# salt/heat treatment for ich



## KJF1976 (Apr 19, 2011)

started the treatment 2 days ago, having a hard time getting my tank over 84...65 gallon 300watt heater, heater set on 89 =/...room temp a stable 68-70 ....

i guess my real question is how do i know when i have enough salt? do i add the recommended amout daily ( approx 2 tablespoons per 5 gallons) for the 10 days or whats the best steps, *** already lost 2 syndo petricola, and 3 clown loaches, and several other fish are showing spots =/

any input suggestions ect, thanks


----------



## DJRansome (Oct 29, 2005)

I don't think you are supposed to increase the salt each day...except maybe the first couple days so you don't shock the fish.

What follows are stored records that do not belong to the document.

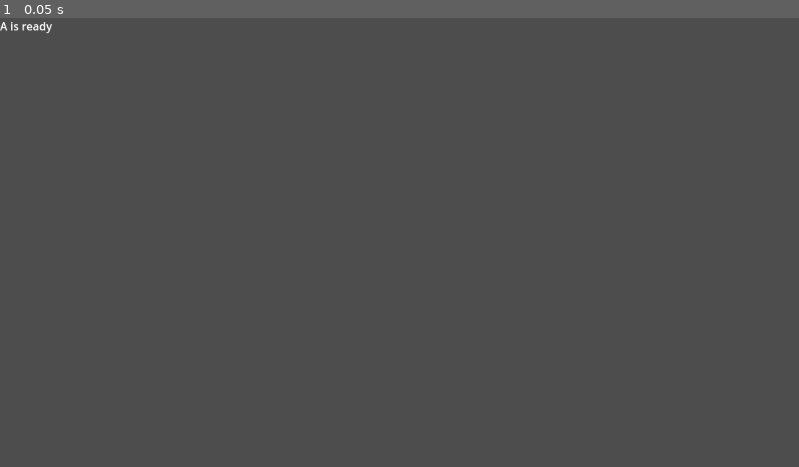
Above: before the commit, frame 1.
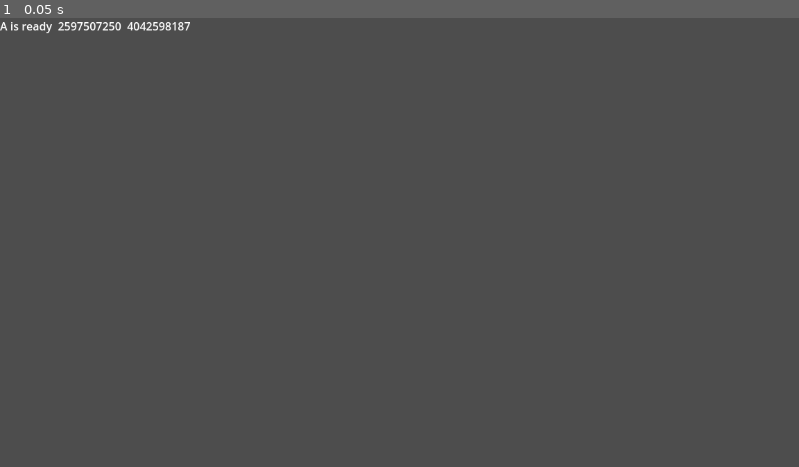
Above: after the commit, the same moment.

Repository: Rito13/GDScript-Interfaces-addon
Game: Godot game, scene res://test1.tscn
The game is run twice, just before and just after one commit, with the same random seed, the same clock (stepped at 60 frames per second) and the same inputs.
Inputs:
- Up to frame 1 (0.05 s): no input

The runs differ from the first frame. In frame 1, 0.2% of the frame differs, in the area x 7-24%, y 0-3%.
Error before the commit: Invalid type in function 'use' in base 'Node (main.gd)'. The Object-derived class of argument 1 (Label (A)) is not a subclass of the expected argument class. (…

Commit message:
Arrays
Allowed for static typing arrays with interfaces and so dictionaries.

Diff:
--- a/main.gd
+++ b/main.gd
@@ -1,16 +1,18 @@
 extends Node
 
-var test : I6 # comment
+var test      # comment
+var test_array            = []
+var test_dict #                       = {}
 @export var s : A.SubR
 
-func use(i:I,_b:='lol'):
+func use(i  ,_b:='lol'):
 	i.foo()
 	i.bar(randi())
 	if _b == "return":
 		return
 	var s = i
 
-## the argument i of type: 	I4  is ver important
+## the argument i of type  	    is ver important
 
 func _ready() -> void:
 	var a := A.new()
@@ -19,4 +21,13 @@
 	use(Interfaces.as_interface(a),"return")
 	#test = Interfaces.an_enumeration.MINUS_TWO
 	print(Interfaces.implements($Node2,"BasicInterface"))
-	print("Main: I, J, K, L")
+	print("Main   , J, K, L")
+
+	print("")
+
+	for i in [1,3,4,7]:
+		test_array.append(A.new())
+		var inter   = test_array[len(test_array)-1]
+		inter.bar(i)
+
+#23-' I6'53-' Array[I]'84-' Dictionary[String,I]'146-'I'252-' 	I4'519-' I'610-'I'
Not shown, changed: addons/gdscript-interfaces/gdscript-interfaces.gd
Not shown, changed: addons/gdscript-interfaces/plugin.cfg
Not shown, changed: README.md

I'd do some water changes.

The heat makes the ich lifecycle speed up but it may take three weeks.


----------



## fddlss (Apr 7, 2011)

I'm currently treating my fish for Ich and this is what I did:

50% water change before starting the treatment, to drop Nitrates, because I'm going to be treating them for 10 days with no water changes.

Raise the temperature to 87-89 gradually, no more than 2-3 degrees per day (preferably 2). You can start raising the temp. before or after the partial water change, just do it ASAP, but gradually so your fish don't get shocked and/or stressed.

Wait 12 - 18 hours after your water change and start dosing salt. Since I have no plants, invertebrates or scaleless fish I added 2 tablespoons for every 5 gallons over the course of 48 hours (some people do it over the course of 24 hours). You can add 1 tablespoon if you think that your fish are not going to be able to handle it, just see how they react to the first dose of salt.

Being that I have a 120 gallon and I'm dosing 2 tablespoons for every 5 gallons I needed a total of 48 tablespoons of freshwater aquarium salt.

Day 1
12 tablespoons in the morning
12 tablespoons at night (12 hours after the first dose)

Day 2
12 tablespoons in the morning
12 tablespoons at night (12 hours after the morning dose)

The way to add the salt is to get a big recipient filled with water from the AQUARIUM only and dissolve the salt in it. Once the salt is dissolved you add it slowly to the aquarium, as far as possible from the fish and close to the return water flow.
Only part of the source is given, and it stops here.